SOURCE DATA.
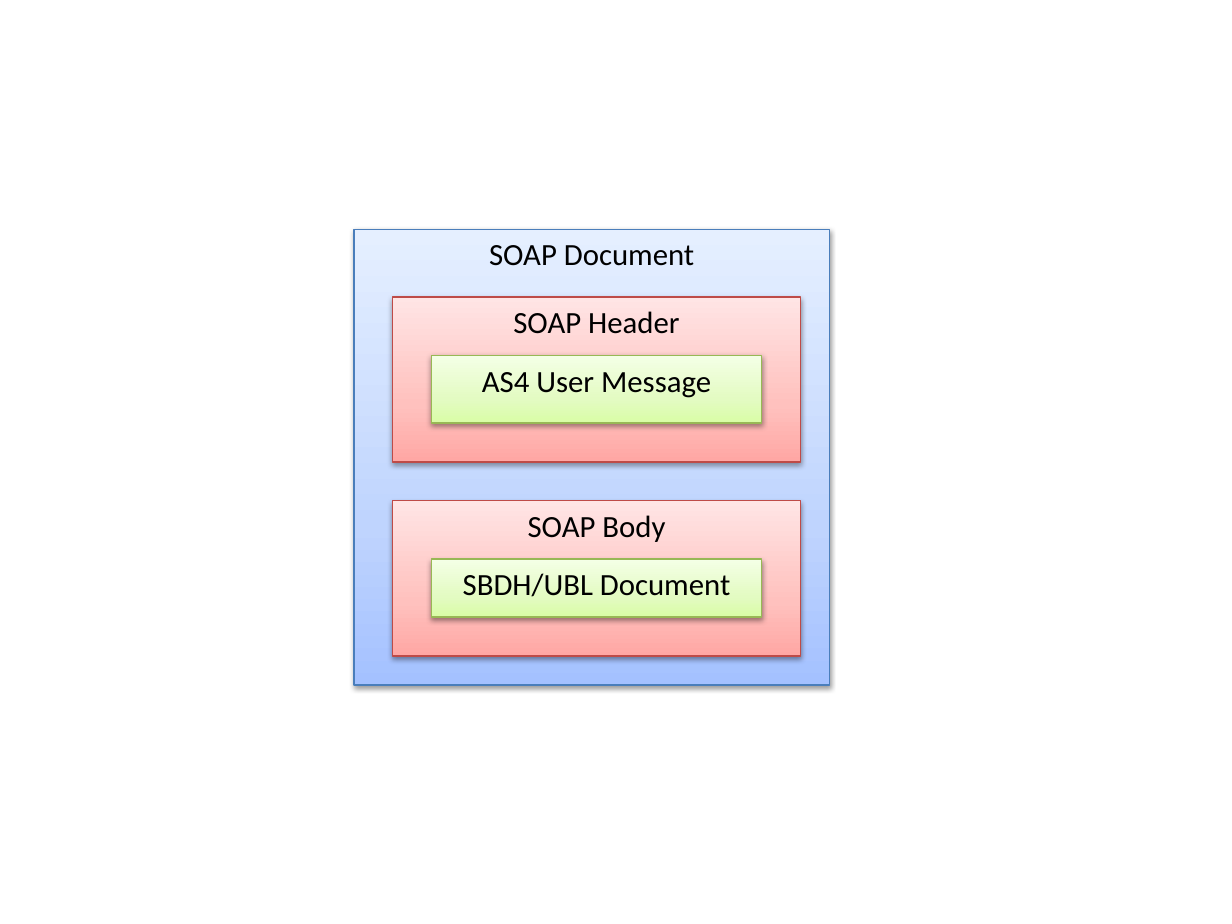
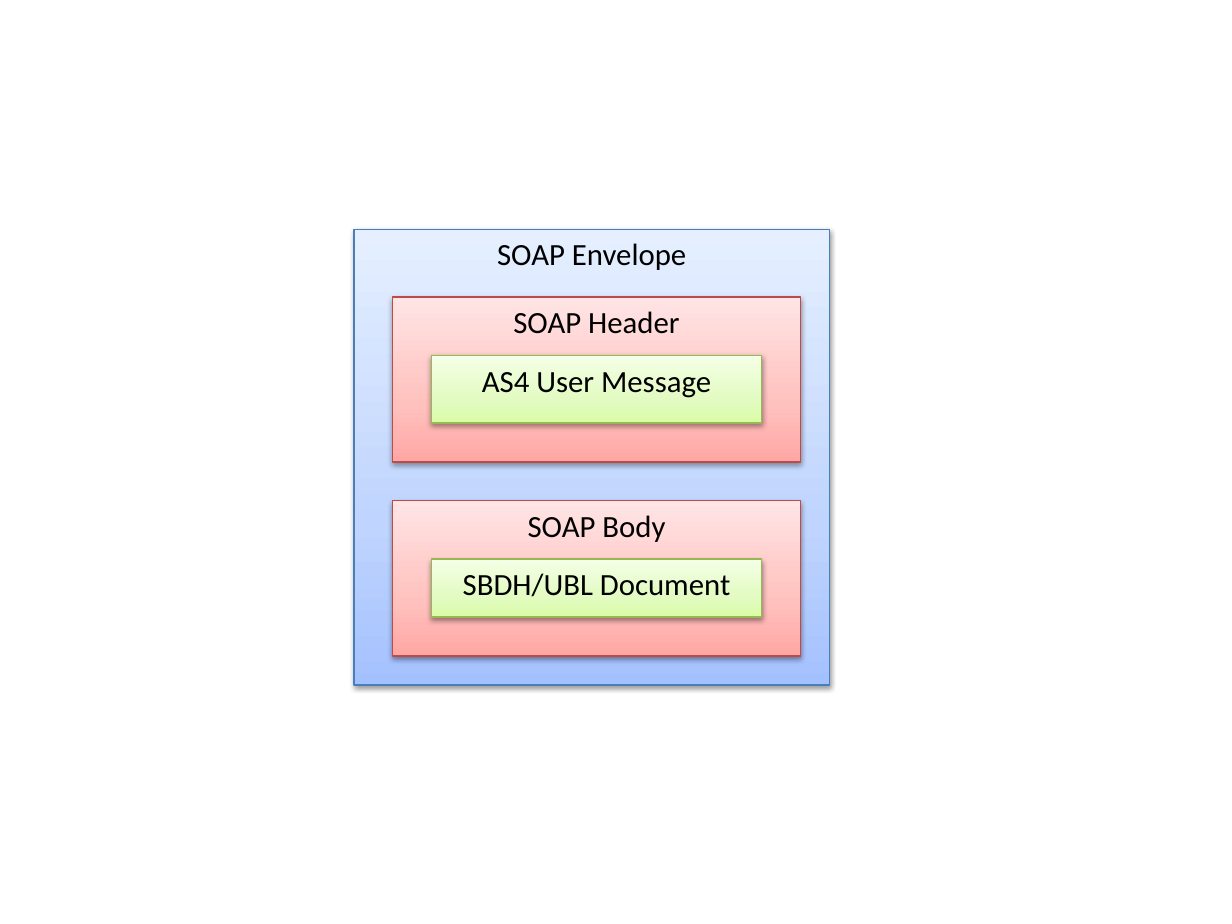
Before and after one commit to phax/phase4, a slide deck: slide 3 of docs/AS4 PEPPOL images.pptx (slide 2 before the commit). Drawn at 1232x924 pixels with LibreOffice and Linux fonts; fonts in the diff are those of the drawing. Boxes give left, top, right and bottom in pixels: in the first picture for what was removed or moved away, otherwise in the second. Text is boxed around its words. In the diff, an @@ line names an element or a change of style, - is before the commit and + after.

```diff
--- a/docs/AS4 PEPPOL images.pptx
+++ b/docs/AS4 PEPPOL images.pptx
@@ text in rectangle at [497,243,686,270]: text changed @@
-SOAP Document
+SOAP Envelope
```
Also in this commit, not shown: 1 other slide changed, 1 slide added.
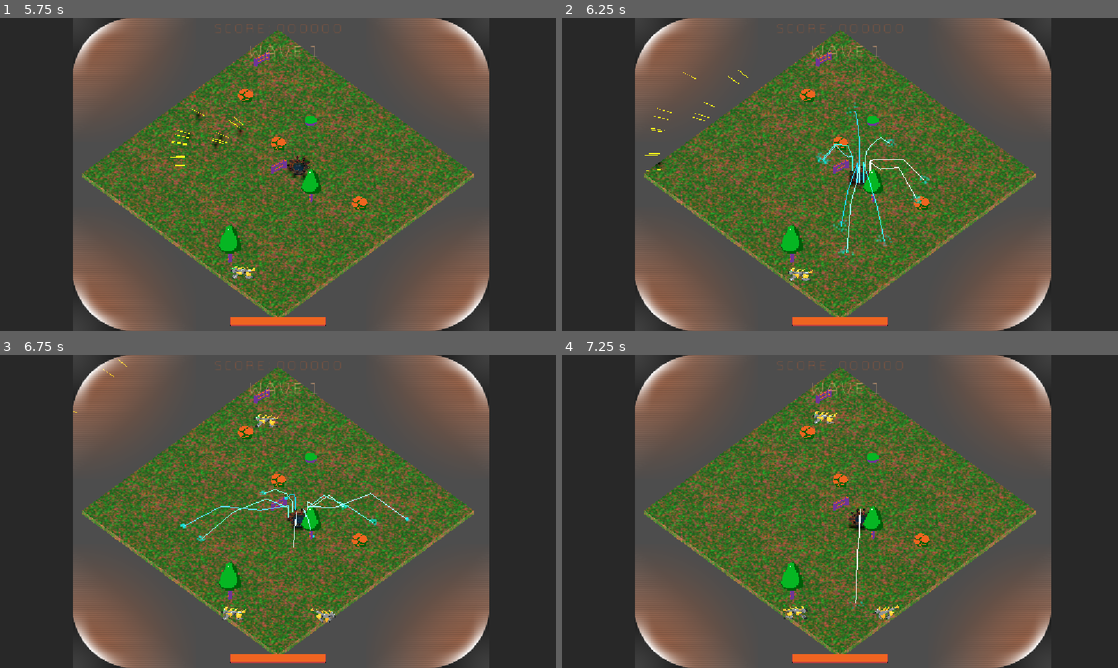
Above: before the commit, frames 1-4 (two rows, left to right).
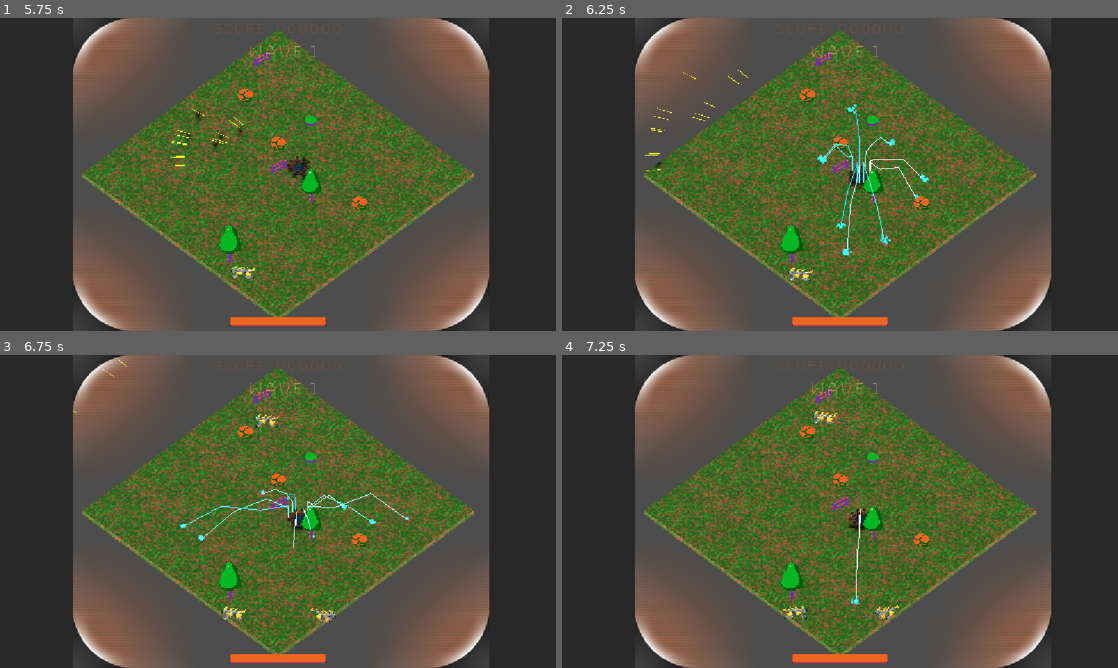
Above: after the commit, the same moments.

Repository: Gamkedo/terminus-2k28
Game: Godot game, scene res://level_menu.tscn
The game is run twice, just before and just after one commit, with the same random seed, the same clock (stepped at 60 frames per second) and the same inputs.
Inputs (mouse positions are in pixels of both pictures, inside the frame that each line leads up to):
- Up to frame 1 (5.75 s): click (155, 161) at 0.5 s; tap Enter at 1.25 s; move the mouse to (400, 158) at 1.27 s; press the mouse at (400, 158) at 1.28 s; hold D (walk_right) 1.28-2 s; release the mouse at (400, 158) at 2 s; drag from (166, 190) to (250, 237) at 2.02 s; move the mouse to (333, 105) at 2.77 s; hold D (walk_right) 2.78-3.5 s; hold 0 (weapon0) 2.78-3.5 s; drag from (250, 237) to (111, 127) at 3.52 s; tap Space at 4.25 s; move the mouse to (444, 221) at 4.27 s; hold A (walk_left) 4.28-5 s; hold 2 (weapon2) 4.28-5 s; drag from (111, 127) to (194, 96) at 5.02 s
- Up to frame 2 (6.25 s): move the mouse to (867, 174) at 5.77 s; hold S (walk_down) from 5.78 s (still down); hold 4 (weapon4) from 5.78 s (still down); click (867, 174) at 5.92 s
- Up to frame 3 (6.75 s): release S (walk_down) at 6.5 s; release 4 (weapon4) at 6.5 s; drag from (194, 433) to (166, 527) at 6.52 s
- Up to frame 4 (7.25 s): no input

Frame 1 is identical in both runs. In frame 2, 0.3% of the frame differs, in the area x 45-67%, y 26-77%; in frame 3, 0.1%; in frame 4, less than 0.1%.

Commit message:
Replaced lightning bolt gpu particle with cpu particle

Diff:
--- a/Scenes - Objects/lightning_bolt.tscn
+++ b/Scenes - Objects/lightning_bolt.tscn
@@ -6,30 +6,22 @@
 [sub_resource type="SphereShape3D" id="SphereShape3D_8jg5c"]
 radius = 3.5
 
-[sub_resource type="ParticleProcessMaterial" id="ParticleProcessMaterial_62pvi"]
-lifetime_randomness = 0.3
-emission_shape_scale = Vector3(0.1, 0.1, 0.1)
-emission_shape = 1
-emission_sphere_radius = 1.0
-direction = Vector3(0, 1, 0)
-spread = 90.0
-initial_velocity_min = 3.0
-initial_velocity_max = 6.0
-scale_min = 0.099999994
-scale_max = 0.19999999
-
-[sub_resource type="StandardMaterial3D" id="StandardMaterial3D_toacn"]
+[sub_resource type="StandardMaterial3D" id="StandardMaterial3D_y5qfa"]
 transparency = 1
-shading_mode = 0
-albedo_color = Color(0, 1, 1, 0.25882354)
+albedo_color = Color(0, 0.72833353, 0.95, 0.45490196)
+emission_enabled = true
+emission = Color(0.07341487, 0.54238397, 0.57206535, 1)
 billboard_mode = 3
+billboard_keep_scale = true
 particles_anim_h_frames = 1
 particles_anim_v_frames = 1
 particles_anim_loop = false
 
-[sub_resource type="QuadMesh" id="QuadMesh_ybqwe"]
-material = SubResource("StandardMaterial3D_toacn")
-size = Vector2(0.35, 0.35)
+[sub_resource type="QuadMesh" id="QuadMesh_7tbbo"]
+material = SubResource("StandardMaterial3D_y5qfa")
+
+[sub_resource type="Gradient" id="Gradient_w7dxp"]
+colors = PackedColorArray(0, 0.6783332, 0.74, 0.1882353, 0, 0.3499999, 1, 0.19215687)
 
 [node name="Node3D" type="Area3D" unique_id=1676042793]
 collision_layer = 4
@@ -44,16 +36,26 @@
 light_color = Color(0, 1, 1, 1)
 shadow_enabled = true
 
-[node name="GPUParticles3D" type="GPUParticles3D" parent="." unique_id=506844413]
-amount = 25
-lifetime = 0.35000000000000003
-explosiveness = 1.0
-process_material = SubResource("ParticleProcessMaterial_62pvi")
-draw_pass_1 = SubResource("QuadMesh_ybqwe")
-
 [node name="DamageComponent" type="Node" parent="." unique_id=1488326728]
 script = ExtResource("2_toacn")
 metadata/_custom_type_script = "uid://dk0t68rm77cxi"
 
+[node name="CPUParticles3D" type="CPUParticles3D" parent="." unique_id=696062901]
+material_override = SubResource("StandardMaterial3D_y5qfa")
+amount = 15
+lifetime = 0.35000000000000003
+explosiveness = 1.0
+fixed_fps = 30
+mesh = SubResource("QuadMesh_7tbbo")
+emission_shape = 1
+emission_sphere_radius = 0.2
+direction = Vector3(0, 1, 0)
+initial_velocity_min = 1.0
+initial_velocity_max = 5.0
+scale_amount_min = 0.3
+scale_amount_max = 0.5
+color = Color(0.13399999, 0.6342666, 0.67, 0.19607843)
+color_ramp = SubResource("Gradient_w7dxp")
+
 [connection signal="area_entered" from="." to="." method="_on_area_entered"]
 [connection signal="area_exited" from="." to="." method="_on_area_exited"]

TASK OBJECTIVE. Now write out the data word for word, skipping every picture in it.

SOLVED PROBLEM.
Before and after one commit to phax/phase4, a slide deck: slide 3 of docs/AS4 PEPPOL images.pptx (slide 2 before the commit). Drawn at 1232x924 pixels with LibreOffice and Linux fonts; fonts in the diff are those of the drawing. Boxes give left, top, right and bottom in pixels: in the first picture for what was removed or moved away, otherwise in the second. Text is boxed around its words. In the diff, an @@ line names an element or a change of style, - is before the commit and + after.

```diff
--- a/docs/AS4 PEPPOL images.pptx
+++ b/docs/AS4 PEPPOL images.pptx
@@ text in rectangle at [497,243,686,270]: text changed @@
-SOAP Document
+SOAP Envelope
```
Also in this commit, not shown: 1 other slide changed, 1 slide added.
Above: before the commit, frames 1-4 (two rows, left to right).
Above: after the commit, the same moments.

Repository: Gamkedo/terminus-2k28
Game: Godot game, scene res://level_menu.tscn
The game is run twice, just before and just after one commit, with the same random seed, the same clock (stepped at 60 frames per second) and the same inputs.
Inputs (mouse positions are in pixels of both pictures, inside the frame that each line leads up to):
- Up to frame 1 (5.75 s): click (155, 161) at 0.5 s; tap Enter at 1.25 s; move the mouse to (400, 158) at 1.27 s; press the mouse at (400, 158) at 1.28 s; hold D (walk_right) 1.28-2 s; release the mouse at (400, 158) at 2 s; drag from (166, 190) to (250, 237) at 2.02 s; move the mouse to (333, 105) at 2.77 s; hold D (walk_right) 2.78-3.5 s; hold 0 (weapon0) 2.78-3.5 s; drag from (250, 237) to (111, 127) at 3.52 s; tap Space at 4.25 s; move the mouse to (444, 221) at 4.27 s; hold A (walk_left) 4.28-5 s; hold 2 (weapon2) 4.28-5 s; drag from (111, 127) to (194, 96) at 5.02 s
- Up to frame 2 (6.25 s): move the mouse to (867, 174) at 5.77 s; hold S (walk_down) from 5.78 s (still down); hold 4 (weapon4) from 5.78 s (still down); click (867, 174) at 5.92 s
- Up to frame 3 (6.75 s): release S (walk_down) at 6.5 s; release 4 (weapon4) at 6.5 s; drag from (194, 433) to (166, 527) at 6.52 s
- Up to frame 4 (7.25 s): no input

Frame 1 is identical in both runs. In frame 2, 0.3% of the frame differs, in the area x 45-67%, y 26-77%; in frame 3, 0.1%; in frame 4, less than 0.1%.

Commit message:
Replaced lightning bolt gpu particle with cpu particle

Diff:
--- a/Scenes - Objects/lightning_bolt.tscn
+++ b/Scenes - Objects/lightning_bolt.tscn
@@ -6,30 +6,22 @@
 [sub_resource type="SphereShape3D" id="SphereShape3D_8jg5c"]
 radius = 3.5
 
-[sub_resource type="ParticleProcessMaterial" id="ParticleProcessMaterial_62pvi"]
-lifetime_randomness = 0.3
-emission_shape_scale = Vector3(0.1, 0.1, 0.1)
-emission_shape = 1
-emission_sphere_radius = 1.0
-direction = Vector3(0, 1, 0)
-spread = 90.0
-initial_velocity_min = 3.0
-initial_velocity_max = 6.0
-scale_min = 0.099999994
-scale_max = 0.19999999
-
-[sub_resource type="StandardMaterial3D" id="StandardMaterial3D_toacn"]
+[sub_resource type="StandardMaterial3D" id="StandardMaterial3D_y5qfa"]
 transparency = 1
-shading_mode = 0
-albedo_color = Color(0, 1, 1, 0.25882354)
+albedo_color = Color(0, 0.72833353, 0.95, 0.45490196)
+emission_enabled = true
+emission = Color(0.07341487, 0.54238397, 0.57206535, 1)
 billboard_mode = 3
+billboard_keep_scale = true
 particles_anim_h_frames = 1
 particles_anim_v_frames = 1
 particles_anim_loop = false
 
-[sub_resource type="QuadMesh" id="QuadMesh_ybqwe"]
-material = SubResource("StandardMaterial3D_toacn")
-size = Vector2(0.35, 0.35)
+[sub_resource type="QuadMesh" id="QuadMesh_7tbbo"]
+material = SubResource("StandardMaterial3D_y5qfa")
+
+[sub_resource type="Gradient" id="Gradient_w7dxp"]
+colors = PackedColorArray(0, 0.6783332, 0.74, 0.1882353, 0, 0.3499999, 1, 0.19215687)
 
 [node name="Node3D" type="Area3D" unique_id=1676042793]
 collision_layer = 4
@@ -44,16 +36,26 @@
 light_color = Color(0, 1, 1, 1)
 shadow_enabled = true
 
-[node name="GPUParticles3D" type="GPUParticles3D" parent="." unique_id=506844413]
-amount = 25
-lifetime = 0.35000000000000003
-explosiveness = 1.0
-process_material = SubResource("ParticleProcessMaterial_62pvi")
-draw_pass_1 = SubResource("QuadMesh_ybqwe")
-
 [node name="DamageComponent" type="Node" parent="." unique_id=1488326728]
 script = ExtResource("2_toacn")
 metadata/_custom_type_script = "uid://dk0t68rm77cxi"
 
+[node name="CPUParticles3D" type="CPUParticles3D" parent="." unique_id=696062901]
+material_override = SubResource("StandardMaterial3D_y5qfa")
+amount = 15
+lifetime = 0.35000000000000003
+explosiveness = 1.0
+fixed_fps = 30
+mesh = SubResource("QuadMesh_7tbbo")
+emission_shape = 1
+emission_sphere_radius = 0.2
+direction = Vector3(0, 1, 0)
+initial_velocity_min = 1.0
+initial_velocity_max = 5.0
+scale_amount_min = 0.3
+scale_amount_max = 0.5
+color = Color(0.13399999, 0.6342666, 0.67, 0.19607843)
+color_ramp = SubResource("Gradient_w7dxp")
+
 [connection signal="area_entered" from="." to="." method="_on_area_entered"]
 [connection signal="area_exited" from="." to="." method="_on_area_exited"]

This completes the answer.